A un año del inicio de la Operación Catatumbo, el Ejército Nacional reporta avances en su estrategia de presencia permanente en el nororiente del país, con el objetivo de proteger a la población civil y contrarrestar el accionar de grupos armados ilegales. Sin embargo, en varios de los 13 municipios que conforman esta región de Norte de Santander, persisten situaciones de confinamiento y control territorial por parte de estructuras criminales.
Aunque el despliegue militar ha sido significativo —más de 11.200 soldados de la Segunda División, con apoyo de fuerzas especiales, aviación y movilidad terrestre—, líderes sociales y organizaciones humanitarias advierten que el abandono estatal sigue siendo una constante, lo que ha permitido que guerrillas como el ELN y disidencias de las FARC mantengan presencia activa en zonas rurales. A estos actores se han sumado otros grupos delincuenciales que disputan el control de economías ilícitas, especialmente el narcotráfico.

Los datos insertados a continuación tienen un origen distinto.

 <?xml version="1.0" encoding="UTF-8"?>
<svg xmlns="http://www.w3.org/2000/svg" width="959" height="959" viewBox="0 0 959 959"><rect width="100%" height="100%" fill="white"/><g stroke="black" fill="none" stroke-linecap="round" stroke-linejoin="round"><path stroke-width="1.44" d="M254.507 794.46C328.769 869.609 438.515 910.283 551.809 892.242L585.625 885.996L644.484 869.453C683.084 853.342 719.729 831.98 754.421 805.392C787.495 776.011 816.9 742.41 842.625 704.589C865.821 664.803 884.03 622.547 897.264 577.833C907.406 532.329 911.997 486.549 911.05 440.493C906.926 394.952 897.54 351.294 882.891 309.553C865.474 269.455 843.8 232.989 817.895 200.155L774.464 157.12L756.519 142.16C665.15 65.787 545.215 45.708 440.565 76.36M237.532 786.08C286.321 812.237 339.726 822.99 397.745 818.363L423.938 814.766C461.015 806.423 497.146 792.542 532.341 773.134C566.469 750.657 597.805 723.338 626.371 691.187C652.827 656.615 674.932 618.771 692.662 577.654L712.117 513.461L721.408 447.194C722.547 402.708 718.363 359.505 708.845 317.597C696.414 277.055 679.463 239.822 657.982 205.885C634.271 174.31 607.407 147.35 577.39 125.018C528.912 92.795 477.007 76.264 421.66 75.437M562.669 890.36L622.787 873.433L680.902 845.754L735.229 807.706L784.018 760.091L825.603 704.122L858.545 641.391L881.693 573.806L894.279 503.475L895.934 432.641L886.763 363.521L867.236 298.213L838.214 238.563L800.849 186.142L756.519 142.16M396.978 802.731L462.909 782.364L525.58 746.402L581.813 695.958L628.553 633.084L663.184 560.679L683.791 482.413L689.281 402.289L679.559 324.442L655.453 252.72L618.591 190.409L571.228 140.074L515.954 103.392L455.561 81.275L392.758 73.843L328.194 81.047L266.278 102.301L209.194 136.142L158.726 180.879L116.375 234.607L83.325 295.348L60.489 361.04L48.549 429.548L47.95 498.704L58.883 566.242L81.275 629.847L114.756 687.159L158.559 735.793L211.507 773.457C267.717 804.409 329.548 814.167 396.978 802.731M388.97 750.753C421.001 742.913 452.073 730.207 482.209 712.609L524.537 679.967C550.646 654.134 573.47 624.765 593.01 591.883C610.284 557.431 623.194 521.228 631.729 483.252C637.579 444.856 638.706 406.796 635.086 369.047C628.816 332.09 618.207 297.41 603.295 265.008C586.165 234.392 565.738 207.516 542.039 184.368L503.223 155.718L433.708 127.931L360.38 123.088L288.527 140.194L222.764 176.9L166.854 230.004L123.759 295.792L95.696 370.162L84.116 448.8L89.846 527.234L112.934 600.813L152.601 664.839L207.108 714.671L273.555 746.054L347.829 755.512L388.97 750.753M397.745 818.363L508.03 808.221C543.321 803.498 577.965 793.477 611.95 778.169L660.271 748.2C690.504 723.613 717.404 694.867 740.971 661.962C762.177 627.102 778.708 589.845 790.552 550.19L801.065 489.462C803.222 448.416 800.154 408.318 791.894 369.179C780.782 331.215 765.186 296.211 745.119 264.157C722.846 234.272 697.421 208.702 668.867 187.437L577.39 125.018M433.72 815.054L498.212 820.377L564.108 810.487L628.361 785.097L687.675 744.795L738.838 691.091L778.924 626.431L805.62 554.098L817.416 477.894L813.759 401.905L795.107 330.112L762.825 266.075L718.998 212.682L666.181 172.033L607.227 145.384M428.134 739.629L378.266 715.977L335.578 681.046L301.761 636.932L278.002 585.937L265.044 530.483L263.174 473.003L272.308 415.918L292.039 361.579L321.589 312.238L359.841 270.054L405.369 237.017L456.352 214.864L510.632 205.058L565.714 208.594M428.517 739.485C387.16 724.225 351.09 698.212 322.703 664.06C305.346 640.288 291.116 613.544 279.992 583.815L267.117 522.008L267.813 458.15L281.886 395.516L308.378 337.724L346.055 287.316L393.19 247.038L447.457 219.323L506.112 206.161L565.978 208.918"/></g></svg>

Según cifras oficiales, en estos doce meses se han evacuado 3.633 personas, entre ellas 57 firmantes del Acuerdo de Paz. También se entregaron 352,5 toneladas de ayuda humanitaria, se recuperaron 42 menores de edad y se logró la desmovilización de 161 integrantes de estructuras armadas ilegales. Además, se reporta la captura de 167 personas señaladas de afectar a la población civil.
En el componente operacional, la Fuerza Pública ha incautado 178 armas cortas, 161 armas largas, 62.544 municiones, 6 drones y más de 3.200 kilos de explosivos. También se neutralizaron 2.514 artefactos explosivos improvisados y 737 minas antipersona. En cuanto al narcotráfico, se decomisaron más de 39 toneladas de clorhidrato de cocaína, con un impacto económico estimado en 208 mil millones de pesos.
Pese a estos resultados, el panorama en el Catatumbo sigue siendo complejo. Comunidades campesinas e indígenas denuncian restricciones a la movilidad, amenazas y presencia armada en sus territorios. La acción militar, aunque constante, no ha sido suficiente para garantizar condiciones plenas de seguridad ni para restablecer la institucionalidad en zonas históricamente marginadas.
El Ejército ha reiterado su compromiso de mantener la presión operacional y el acompañamiento a la población, en coordinación con otras fuerzas del Estado y bajo el respeto al Derecho Internacional Humanitario. No obstante, voces desde el territorio insisten en que la seguridad duradera solo será posible con inversión social, presencia institucional efectiva y garantías reales para la vida.